Setting up your Prusiks for Lightweight Rescue

What’s in this post?

We review how to set up 8mm Prusik loops for 10mm rescue rope. 


Prusik Loops are tied with 3-wraps (3-on-3) onto the rescue rope to form a progress capture or rope grab in a pulley system for rope rescue.

Pulley system setup
Pulley system setup

Prusik Cord

The Prusik cord we choose to use was an 8mm 16kN Kordas Accessory Cord

This cord is flexible and grips well onto the 10mm rope. By flexible cord I mean you can bend in half easily when pressed between your thumb and fore (index) finger.

Prusik Cord Flexibility
Prusik Cord Flexibility

Why this cord? 

From actual field experience, the cord doesn’t easily work harden over extended use, i.e. become stiff. It works even when full of mud and can be cleaned and reused. Other accessory cords may not work as well. 

Remember, the Prusik cord doesn’t last forever, so monitor and replace it regularly.

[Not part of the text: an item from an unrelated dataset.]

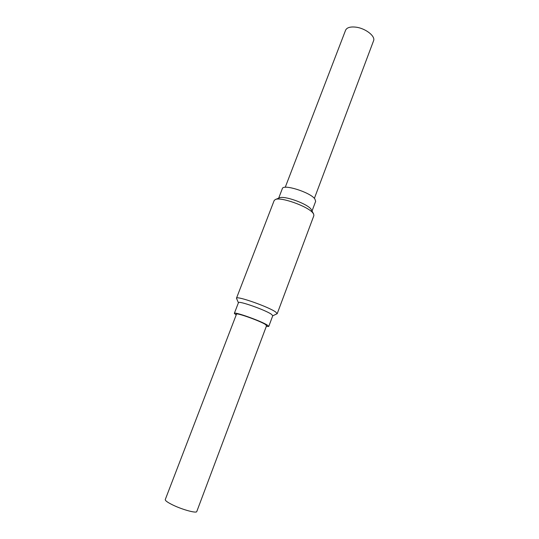<?xml version="1.0" encoding="UTF-8"?>
<svg xmlns="http://www.w3.org/2000/svg" width="539" height="539" viewBox="0 0 539 539"><rect width="100%" height="100%" fill="white"/><g stroke="black" fill="none" stroke-linecap="round" stroke-linejoin="round"><path stroke-width="0.81" d="M312.074 210.877L315.665 201.303L314.843 198.891C310.093 192.221 283.069 183.759 282.335 188.643L278.663 198.184M272.727 315.814L277.194 313.705L313.873 215.634L313.685 214.118L311.01 209.112C306.812 203.506 283.959 195.381 279.445 197.867L275.308 199.545L274.162 200.542L236.473 298.235L238.413 302.777M313.685 214.118L312.869 212.939C307.917 206.343 280.563 196.607 275.308 199.545M277.194 313.705L275.746 312.068C268.894 306.907 236.109 295.399 236.473 298.235M266.293 326.418L268.745 326.452L272.768 315.713L271.508 314.345C265.639 310.053 238.15 300.378 238.454 302.675L234.337 313.381L236.183 314.978M268.745 326.452L267.438 325.185C261.462 321.129 233.933 311.333 234.337 313.381M266.509 325.852L265.579 324.572C260.263 320.974 235.981 312.337 236.325 314.143L236.405 314.412M236.56 314.001L165.264 499.572C165.109 500.67 167.744 502.53 173.167 505.158C182.815 509.813 196.6 513.499 196.775 511.545L266.664 325.435M314.385 198.372L373.547 40.829C375.75 36.248 365.375 28.176 355.673 27.132C350.195 26.566 346.84 27.59 345.593 30.211L285.239 187.302"/></g></svg>

So why such a high rating on the cord? 

The idea was to match the Prusik breaking strength and rescue rope we use. 

  • The 10mm rescue ropes without knots have a breaking strength of around 27kN
  • The 8mm as a loop without bends have a breaking strength of around 16kN x 2 = 32kN

 Cutting Lengths

  • 120cm (with 3.5cm tails and tensioning, the finished loop is around 37cm)


  1. Try to use a different coloured cord compared to your rope.
  2. The loop is sized to use with a small Prusik minding pulley, such as the Rock Exotica Mini and the Petzl Mini (shown below).
Rock Exotica Mini PMP 30kN 83g
Rock Exotica Mini PMP 30kN 83g
Petzl Mini PMP
Petzl MINI PMP 23kN 80g
  1. The length is based on having a gap of around the width of 4-5 fingers (or 8-9cm) between the top of a 3-Wrap Prusik when tied and the base of the Prusik minding pulley. This length allows the Progress Capture Prusik to be released after loading – you need more length than you think.
PMP 4 fingers gap
PMP 4 fingers gap

Tying and tensioning the Prusiks

  • Tie with a double fisherman’s bend. Check out how to tie it below.
  • Tails are 3.5cm long.
  • Tension with one foot in the loop, with the bend in one side, and pull up on that side (or use a pulley system).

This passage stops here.